# 20L planted tank journal



## Powder (Nov 24, 2004)

so after some thought i decided to do a journal of my planted tank 
loved el twitcho's and thought we all prolly leanred from his so 
i figured why not do it again and learn some stuff

now this wont be as informative as eltwitcho's cause i dont know much about plants yet and i have a big problem with water hardness and ph so its an experiment as well

so lets get this rollin 
its a 20 long with about 8 bulbs total ( 2 lillies 2 plants that send up a stem that opens to a u shaped flower ( kinda ) dont know name of any and that will be researched and info included when i have time 
and then 2 potted plants also unknown till further notice 
and 1 arrow head plant and 1 unknown ( cause it aint sprouted fully yet )

now unfortunatly i can not take pics cause of lack of digi cam 
so im gonna be a detailed as poss 
ok now for the occupants i have 2 african cichlids ( kennyl (sp) 
an african knife (soon to be 2) a bichir a pleco and a spotted raph cat

all my water params will be added tomorow ( at work and cant test now )

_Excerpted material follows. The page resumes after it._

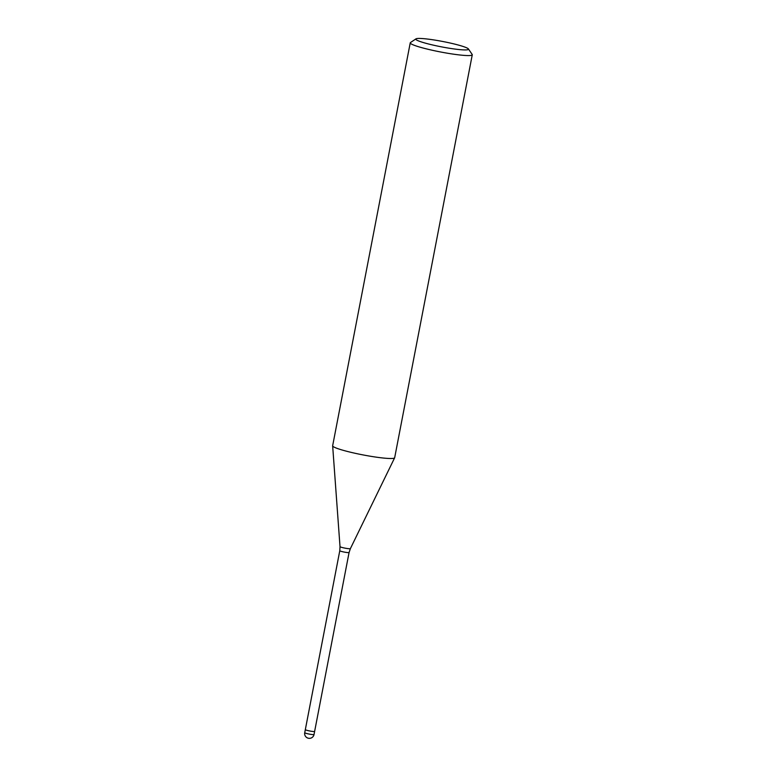 <?xml version="1.0" encoding="UTF-8"?>
<svg xmlns="http://www.w3.org/2000/svg" width="777" height="777" viewBox="0 0 777 777"><rect width="100%" height="100%" fill="white"/><g stroke="black" fill="none" stroke-linecap="round" stroke-linejoin="round"><path stroke-width="1.17" d="M314.627 731.419A4.74 0.486 -169.1 0 1 314.627 731.429A4.74 0.486 -169.1 0 1 311.664 731.312A4.74 0.486 -169.1 0 1 306.604 730.234A4.74 0.486 -169.1 0 1 305.322 729.632A4.74 0.486 -169.1 0 1 305.332 729.622M468.424 48.951A26.845 2.758 -169.1 0 1 452.952 48.796A26.845 2.758 -169.1 0 1 423.047 42.473A26.845 2.758 -169.1 0 1 415.986 38.85A26.845 2.758 -169.1 0 1 433.887 39.938A26.845 2.758 -169.1 0 1 461.247 45.882A26.845 2.758 -169.1 0 1 468.424 48.951L472.163 54.419A31.585 3.244 -169.1 0 1 472.27 54.778L394.677 457.702A31.585 3.244 -169.1 0 1 374.893 456.954A31.585 3.244 -169.1 0 1 341.19 449.728A31.585 3.244 -169.1 0 1 332.653 445.852L340.015 546.639A5.274 0.544 -169.1 0 0 341.443 547.29A5.274 0.544 -169.1 0 0 347.008 548.484A5.274 0.544 -169.1 0 0 350.378 548.64L394.638 457.808M472.27 54.778A31.585 3.244 -169.1 0 1 452.486 54.021A31.585 3.244 -169.1 0 1 418.784 46.805A31.585 3.244 -169.1 0 1 410.246 42.832A31.585 3.244 -169.1 0 1 410.479 42.541L415.986 38.85M341.19 449.728A31.585 3.244 -169.1 0 1 332.653 445.755L410.246 42.832M314.034 734.508A4.74 0.486 -169.1 0 1 311.062 734.401A4.74 0.486 -169.1 0 1 306.012 733.313A4.74 0.486 -169.1 0 1 304.856 732.866A4.74 0.486 -169.1 0 1 304.73 732.721A4.74 4.74 0 0 0 308.013 738.15A4.74 4.74 0 0 0 314.034 734.508L314.627 731.429A4.74 0.486 -169.1 0 1 310.479 731.118A4.74 0.486 -169.1 0 1 305.458 729.788A4.74 0.486 -169.1 0 1 305.322 729.632L339.782 550.718L340.015 546.639M350.378 548.64L349.077 552.515A4.74 0.486 -169.1 0 1 346.115 552.398A4.74 0.486 -169.1 0 1 341.064 551.32A4.74 0.486 -169.1 0 1 339.782 550.718M314.627 731.429L349.077 552.515M304.73 732.721L305.322 729.632"/></g></svg>

i have a bubble stone ( only run at night )
and i have 2 lights both 33 watt plant growing bulbs ) total 66 watts totaling 3.3 wpg
and a co2 fizz factory ( bought for 9 bucks ) comes with enough co2 tabs for 2 months and they are added 2 times a week 
now since i added the co2 and lights ( same day ) its been 2 days and i have seen much improvement in the plants leaves look better and seem healthier

was kinda hesitant on co2 deal but so far so good 
its made by jungle labs btw 
so that will conclude the first entry and will be adding more tommorow 
have a good night 
see ya on the flip side 
later


----------



## Powder (Nov 24, 2004)

alright time for an update 
my water params are 
amonia 0 nitite 0 nitrate 5 
ph top of scale 8.4 i belive or maybe higher scale does not read above that 
hardness top of scale 
but i am having luck keeping the lilies and the other unknown with the u shaped flowers growing well
just added another co2 tab last night and saw a bulb sprout double in size overnight 
while it had previously sat in tank not growing at all for 2 weeks 
jungle labs co2 fizz factory seems to be worth the little money it costs for an easy setup 
so far had no probs at all
no algea good green leaves 
saw this product at a local lfs for 25 dollars and then hit petsmart and got it for 9 
im gonna keep this experiment/ journal goin to see if this thing is actually worth it 
if it is i have found a very cost effective way to add co2 to tank 
w/o all the hassle and mess of the yeast setups and waayyyy cheaper than a pressurized system 
well that will conclude this entry 
any questions comments or concerns feel free to ask 
or any input you guys may have would be greatly appreciated 
later


----------



## elTwitcho (Jun 22, 2004)

Sounds like you're off to a good start. Any chance of pictures?


----------



## Powder (Nov 24, 2004)

not right now dont have digi cam but im working on it as we speak


----------



## benJii (Feb 17, 2005)

cool man, thanks. ive been thinking of starting a planted tank but ive been worried that theyll juss die. i bet youll help alot of noobs decide on having real plants







. this should be pinned, or twitch should start his own and pin it cuz we need something like this.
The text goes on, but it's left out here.